— WHAT TO WORK ON —
Without skipping anything, print all of the data exactly.

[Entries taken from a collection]
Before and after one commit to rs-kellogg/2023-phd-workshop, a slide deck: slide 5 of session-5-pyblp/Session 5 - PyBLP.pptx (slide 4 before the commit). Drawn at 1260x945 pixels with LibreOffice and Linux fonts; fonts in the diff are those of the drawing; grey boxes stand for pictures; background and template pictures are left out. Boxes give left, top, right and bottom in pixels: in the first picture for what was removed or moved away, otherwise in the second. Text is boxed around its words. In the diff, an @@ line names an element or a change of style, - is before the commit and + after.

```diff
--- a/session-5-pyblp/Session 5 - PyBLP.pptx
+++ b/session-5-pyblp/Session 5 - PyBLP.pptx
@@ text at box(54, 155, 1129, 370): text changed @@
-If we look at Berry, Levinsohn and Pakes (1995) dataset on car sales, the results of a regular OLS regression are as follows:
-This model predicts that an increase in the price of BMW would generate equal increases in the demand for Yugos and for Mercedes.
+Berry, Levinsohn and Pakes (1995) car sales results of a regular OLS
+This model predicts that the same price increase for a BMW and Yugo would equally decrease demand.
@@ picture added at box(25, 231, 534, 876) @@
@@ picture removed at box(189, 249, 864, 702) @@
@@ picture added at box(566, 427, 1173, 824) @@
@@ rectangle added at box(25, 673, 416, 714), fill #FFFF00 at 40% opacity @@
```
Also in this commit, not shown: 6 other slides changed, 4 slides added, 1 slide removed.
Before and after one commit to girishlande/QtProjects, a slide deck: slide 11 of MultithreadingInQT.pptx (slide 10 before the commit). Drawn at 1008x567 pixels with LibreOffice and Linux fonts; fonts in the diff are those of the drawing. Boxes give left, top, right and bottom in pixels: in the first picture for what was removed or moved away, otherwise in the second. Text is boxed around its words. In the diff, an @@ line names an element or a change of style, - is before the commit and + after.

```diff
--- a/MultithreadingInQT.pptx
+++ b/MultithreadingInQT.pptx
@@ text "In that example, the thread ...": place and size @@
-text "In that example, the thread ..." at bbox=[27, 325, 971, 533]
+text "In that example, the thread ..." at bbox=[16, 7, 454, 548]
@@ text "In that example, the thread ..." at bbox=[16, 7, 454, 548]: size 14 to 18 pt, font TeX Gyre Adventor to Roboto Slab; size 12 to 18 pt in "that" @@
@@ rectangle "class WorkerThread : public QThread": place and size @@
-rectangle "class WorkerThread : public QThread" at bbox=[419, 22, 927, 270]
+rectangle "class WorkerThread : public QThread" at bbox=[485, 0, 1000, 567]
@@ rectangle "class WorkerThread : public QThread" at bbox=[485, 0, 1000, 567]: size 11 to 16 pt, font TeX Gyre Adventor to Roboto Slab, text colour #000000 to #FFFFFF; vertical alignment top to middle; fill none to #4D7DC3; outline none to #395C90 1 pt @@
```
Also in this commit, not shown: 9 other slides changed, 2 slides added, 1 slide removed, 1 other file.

— ANSWER FOR THIS EXERCISE —
Before and after one commit to rs-kellogg/2023-phd-workshop, a slide deck: slide 5 of session-5-pyblp/Session 5 - PyBLP.pptx (slide 4 before the commit). Drawn at 1260x945 pixels with LibreOffice and Linux fonts; fonts in the diff are those of the drawing; grey boxes stand for pictures; background and template pictures are left out. Boxes give left, top, right and bottom in pixels: in the first picture for what was removed or moved away, otherwise in the second. Text is boxed around its words. In the diff, an @@ line names an element or a change of style, - is before the commit and + after.

```diff
--- a/session-5-pyblp/Session 5 - PyBLP.pptx
+++ b/session-5-pyblp/Session 5 - PyBLP.pptx
@@ text at box(54, 155, 1129, 370): text changed @@
-If we look at Berry, Levinsohn and Pakes (1995) dataset on car sales, the results of a regular OLS regression are as follows:
-This model predicts that an increase in the price of BMW would generate equal increases in the demand for Yugos and for Mercedes.
+Berry, Levinsohn and Pakes (1995) car sales results of a regular OLS
+This model predicts that the same price increase for a BMW and Yugo would equally decrease demand.
@@ picture added at box(25, 231, 534, 876) @@
@@ picture removed at box(189, 249, 864, 702) @@
@@ picture added at box(566, 427, 1173, 824) @@
@@ rectangle added at box(25, 673, 416, 714), fill #FFFF00 at 40% opacity @@
```
Also in this commit, not shown: 6 other slides changed, 4 slides added, 1 slide removed.
Before and after one commit to girishlande/QtProjects, a slide deck: slide 11 of MultithreadingInQT.pptx (slide 10 before the commit). Drawn at 1008x567 pixels with LibreOffice and Linux fonts; fonts in the diff are those of the drawing. Boxes give left, top, right and bottom in pixels: in the first picture for what was removed or moved away, otherwise in the second. Text is boxed around its words. In the diff, an @@ line names an element or a change of style, - is before the commit and + after.

```diff
--- a/MultithreadingInQT.pptx
+++ b/MultithreadingInQT.pptx
@@ text "In that example, the thread ...": place and size @@
-text "In that example, the thread ..." at bbox=[27, 325, 971, 533]
+text "In that example, the thread ..." at bbox=[16, 7, 454, 548]
@@ text "In that example, the thread ..." at bbox=[16, 7, 454, 548]: size 14 to 18 pt, font TeX Gyre Adventor to Roboto Slab; size 12 to 18 pt in "that" @@
@@ rectangle "class WorkerThread : public QThread": place and size @@
-rectangle "class WorkerThread : public QThread" at bbox=[419, 22, 927, 270]
+rectangle "class WorkerThread : public QThread" at bbox=[485, 0, 1000, 567]
@@ rectangle "class WorkerThread : public QThread" at bbox=[485, 0, 1000, 567]: size 11 to 16 pt, font TeX Gyre Adventor to Roboto Slab, text colour #000000 to #FFFFFF; vertical alignment top to middle; fill none to #4D7DC3; outline none to #395C90 1 pt @@
```
Also in this commit, not shown: 9 other slides changed, 2 slides added, 1 slide removed, 1 other file.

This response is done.